Hunder G, Nguyen P T, Schümann K, Fichtl B
Walther Straub-Institut für Pharmakologie und Toxikologie, Universität München, Germany.
Res Commun Chem Pathol Pharmacol. 1993 Apr;80(1):83-92.
The effects of organic (oxophenylarsine, PhAsO 2.5-50 mumol/l) and inorganic arsenicals (As2O3 2.5-250 mumol/l; As2O5 2.5-2500 mumol/l) on intestinal transfer of water, sodium, glucose and leucine was investigated in vitro using isolated jejunal segments of male Sprague Dawley rats. All three arsenicals decreased in a dose-dependent manner the transfer of water, sodium, glucose and leucine. At the highest concentrations investigated the amount absorbed was reduced to some 10-20% of the respective control values. For both glucose and leucine the concentration ratio between absorbate and perfusate was about 3.5-4 in controls. It decreased to about 2 for leucine and to near unity for glucose. As assessed from the concentration ratio between intestinal tissue and perfusate the arsenic compounds inhibited the uptake of glucose and leucine into the tissue. There was a marked difference with respect to the potency of arsenicals, PhAsO being about 10 times more potent than As2O3 which in turn was about 5 times more potent than As2O5.

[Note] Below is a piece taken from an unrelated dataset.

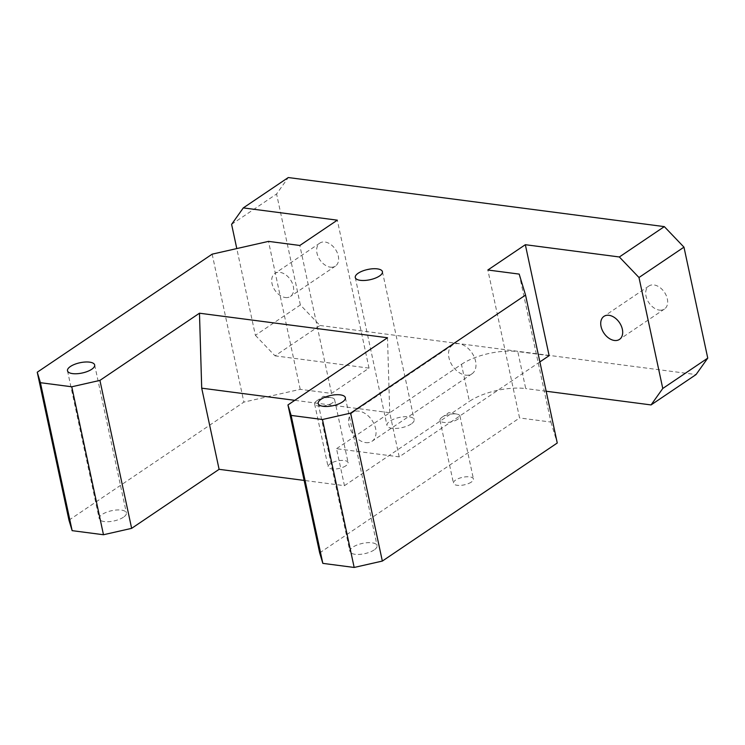 <?xml version="1.0" encoding="UTF-8"?>
<svg xmlns="http://www.w3.org/2000/svg" width="745" height="745" viewBox="0 0 745 745"><rect width="100%" height="100%" fill="white"/><g stroke="black" fill="none" stroke-linecap="round" stroke-linejoin="round"><path stroke-width="0.56" stroke-dasharray="3.73 2.79" d="M471.287 482.108A10.216 3.855 167.9 0 1 460.522 485.377A10.216 3.855 167.9 0 1 453.463 483.226A10.216 3.855 167.9 0 1 462.645 477.312A10.216 3.855 167.9 0 1 473.438 478.942A10.216 3.855 167.9 0 1 471.287 482.108M319.67 552.892L519.572 417.964L487.854 270.007M519.191 274.095L550.909 422.052L519.572 417.964M550.909 422.052L557.26 443.005M374.148 549.94A13.894 5.252 167.9 0 1 359.518 554.392A13.894 5.252 167.9 0 1 349.917 551.458A13.894 5.252 167.9 0 1 362.396 543.412A13.894 5.252 167.9 0 1 377.082 545.638A13.894 5.252 167.9 0 1 374.148 549.94M539.874 361.921L399.199 456.871L336.517 448.695L344.451 485.675L304.128 480.413M365.674 442.604A17.368 11.715 -124 0 0 372.025 441.282A17.368 11.715 -124 0 0 372.025 420.329A17.368 11.715 -124 0 0 352.59 412.497A17.368 11.715 -124 0 0 350.364 429.39A17.368 11.715 -124 0 0 365.674 442.604M399.199 456.871L389.728 412.711L294.787 400.326M68.968 520.168L243.885 402.104L300.216 389.337L331.553 393.425L369.036 368.123L337.317 220.166M331.553 393.425L299.835 245.468M255.386 335.315L275.017 355.849L319.996 325.49L300.365 304.956L255.386 335.315L236.789 248.569M231.602 224.347L276.581 193.989L288.278 177.543M300.365 304.956L276.581 193.989M659.381 310.106A13.894 9.378 -124 0 0 664.456 309.045A13.894 9.378 -124 0 0 664.456 292.282A13.894 9.378 -124 0 0 648.914 286.015A13.894 9.378 -124 0 0 647.126 299.527A13.894 9.378 -124 0 0 659.381 310.106M330.342 267.157A13.894 9.378 -124 0 0 335.418 266.095A13.894 9.378 -124 0 0 335.418 249.342A13.894 9.378 -124 0 0 319.875 243.075A13.894 9.378 -124 0 0 318.087 256.587A13.894 9.378 -124 0 0 330.342 267.157M319.996 325.49L696.044 374.567M549.13 355.672L517.784 351.584L525.719 388.573A40.854 15.44 -12.1 0 0 469.397 401.35L461.462 364.361L336.517 448.695M546.159 391.237L525.719 388.573M285.363 297.525A13.894 9.378 -124 0 0 290.438 296.454A13.894 9.378 -124 0 0 290.438 279.701A13.894 9.378 -124 0 0 274.896 273.434A13.894 9.378 -124 0 0 273.108 286.946A13.894 9.378 -124 0 0 285.363 297.525M369.036 368.123L275.017 355.849M345.941 465.746A10.216 3.855 167.9 0 1 335.175 469.024A10.216 3.855 167.9 0 1 328.117 466.864A10.216 3.855 167.9 0 1 337.289 460.95A10.216 3.855 167.9 0 1 348.092 462.58A10.216 3.855 167.9 0 1 345.941 465.746M344.451 485.675L469.397 401.35M123.456 517.216A13.894 5.252 167.9 0 1 108.826 521.677A13.894 5.252 167.9 0 1 99.215 518.743A13.894 5.252 167.9 0 1 111.703 510.697A13.894 5.252 167.9 0 1 126.38 512.914A13.894 5.252 167.9 0 1 123.456 517.216M411.231 423.952A13.894 5.252 167.9 0 1 396.591 428.403A13.894 5.252 167.9 0 1 386.99 425.469A13.894 5.252 167.9 0 1 399.469 417.424A13.894 5.252 167.9 0 1 414.155 419.649A13.894 5.252 167.9 0 1 411.231 423.952M389.728 412.711L387.502 337.746M300.216 389.337L268.498 241.38M212.167 254.157L243.885 402.104M461.462 364.361A40.854 15.44 167.9 0 1 517.784 351.584M465.634 375.145A17.368 11.715 -124 0 0 471.976 373.813A17.368 11.715 -124 0 0 471.976 352.869A17.368 11.715 -124 0 0 452.55 345.028A17.368 11.715 -124 0 0 450.315 361.921A17.368 11.715 -124 0 0 465.634 375.145M332.456 402.868A10.216 3.855 167.9 0 1 321.7 406.137A10.216 3.855 167.9 0 1 314.632 403.986A10.216 3.855 167.9 0 1 316.746 400.847A10.216 3.855 167.9 0 1 331.404 397.709A10.216 3.855 167.9 0 1 334.607 399.702A10.216 3.855 167.9 0 1 332.456 402.868M457.803 419.221A10.216 3.855 167.9 0 1 447.047 422.499A10.216 3.855 167.9 0 1 439.978 420.348A10.216 3.855 167.9 0 1 442.092 417.209A10.216 3.855 167.9 0 1 456.75 414.071A10.216 3.855 167.9 0 1 459.954 416.064A10.216 3.855 167.9 0 1 457.803 419.221M319.875 243.075L274.896 273.434M335.418 266.095L290.438 296.454M648.914 286.015L603.934 316.374M664.456 309.045L619.477 339.403M355.272 277.512L386.99 425.469M382.436 271.692L414.155 419.649M318.199 403.511L349.917 551.458M345.363 397.681L377.082 545.638M67.497 370.787L99.215 518.743M94.662 364.966L126.38 512.914M452.55 345.028L352.59 412.497M471.976 373.813L372.025 441.282M331.404 397.709L323.432 396.284L316.746 400.847M314.632 403.986L328.117 466.864M334.607 399.702L348.092 462.58M456.75 414.071L448.779 412.646L442.092 417.209M439.978 420.348L453.463 483.226M459.954 416.064L473.438 478.942"/><path stroke-width="1.12" d="M382.343 561.069L557.26 443.005L525.542 295.057L350.625 413.121L382.343 561.069L354.173 567.457L322.836 563.369L319.67 552.892L287.952 404.935L291.118 415.412L322.836 563.369M619.346 256.978L664.326 226.62L683.966 247.154L638.986 277.512L619.346 256.978L525.337 244.705L549.13 355.672L539.874 361.921M525.337 244.705L487.854 270.007L519.191 274.095L525.542 295.057M304.128 480.413L219.105 469.322L201.709 388.173L294.787 400.326M37.25 372.221L40.426 382.697L72.144 530.654L68.968 520.168L37.25 372.221L212.167 254.157L268.498 241.38L299.835 245.468L337.317 220.166L243.298 207.902L231.602 224.347L236.789 248.569M91.737 369.269A13.894 5.252 167.9 0 1 77.108 373.72A13.894 5.252 167.9 0 1 67.497 370.787A13.894 5.252 167.9 0 1 79.985 362.74A13.894 5.252 167.9 0 1 94.662 364.966A13.894 5.252 167.9 0 1 91.737 369.269M342.43 401.983A13.894 5.252 167.9 0 1 327.8 406.435A13.894 5.252 167.9 0 1 318.199 403.511A13.894 5.252 167.9 0 1 330.678 395.465A13.894 5.252 167.9 0 1 345.363 397.681A13.894 5.252 167.9 0 1 342.43 401.983M379.512 275.995A13.894 5.252 167.9 0 1 364.873 280.446A13.894 5.252 167.9 0 1 355.272 277.512A13.894 5.252 167.9 0 1 367.751 269.476A13.894 5.252 167.9 0 1 382.436 271.692A13.894 5.252 167.9 0 1 379.512 275.995M354.173 567.457L322.455 419.51L291.118 415.412M322.455 419.51L350.625 413.121M243.298 207.902L288.278 177.543L664.326 226.62M40.426 382.697L71.762 386.785L99.923 380.397L131.642 528.354L219.105 469.322M287.952 404.935L387.502 337.746L199.474 313.207L99.923 380.397M707.75 358.122L696.044 374.567L651.065 404.926L662.771 388.48L707.75 358.122L683.966 247.154M662.771 388.48L638.986 277.512M614.402 340.465A13.894 9.378 -124 0 0 619.477 339.403A13.894 9.378 -124 0 0 619.477 322.641A13.894 9.378 -124 0 0 603.934 316.374A13.894 9.378 -124 0 0 602.146 329.886A13.894 9.378 -124 0 0 614.402 340.465M651.065 404.926L546.159 391.237M131.642 528.354L103.481 534.742L71.762 386.785M72.144 530.654L103.481 534.742M199.474 313.207L201.709 388.173"/></g></svg>

使用雄性斯普拉格-道利大鼠的离体空肠段,在体外研究了有机砷(氧代苯胂,PhAsO 2.5 - 50 μmol/L)和无机砷(As2O3 2.5 - 250 μmol/L;As2O5 2.5 - 2500 μmol/L)对水、钠、葡萄糖和亮氨酸肠道转运的影响。所有三种砷化合物均以剂量依赖方式降低水、钠、葡萄糖和亮氨酸的转运。在所研究的最高浓度下,吸收量降低至各自对照值的约10% - 20%。对于葡萄糖和亮氨酸,对照中吸收物与灌注液之间的浓度比约为3.5 - 4。亮氨酸的该比值降至约2,葡萄糖的该比值降至接近1。根据肠道组织与灌注液之间的浓度比评估,砷化合物抑制葡萄糖和亮氨酸进入组织。在砷化合物的效力方面存在显著差异,PhAsO的效力约为As2O3的10倍,而As2O3的效力又约为As2O5的5倍。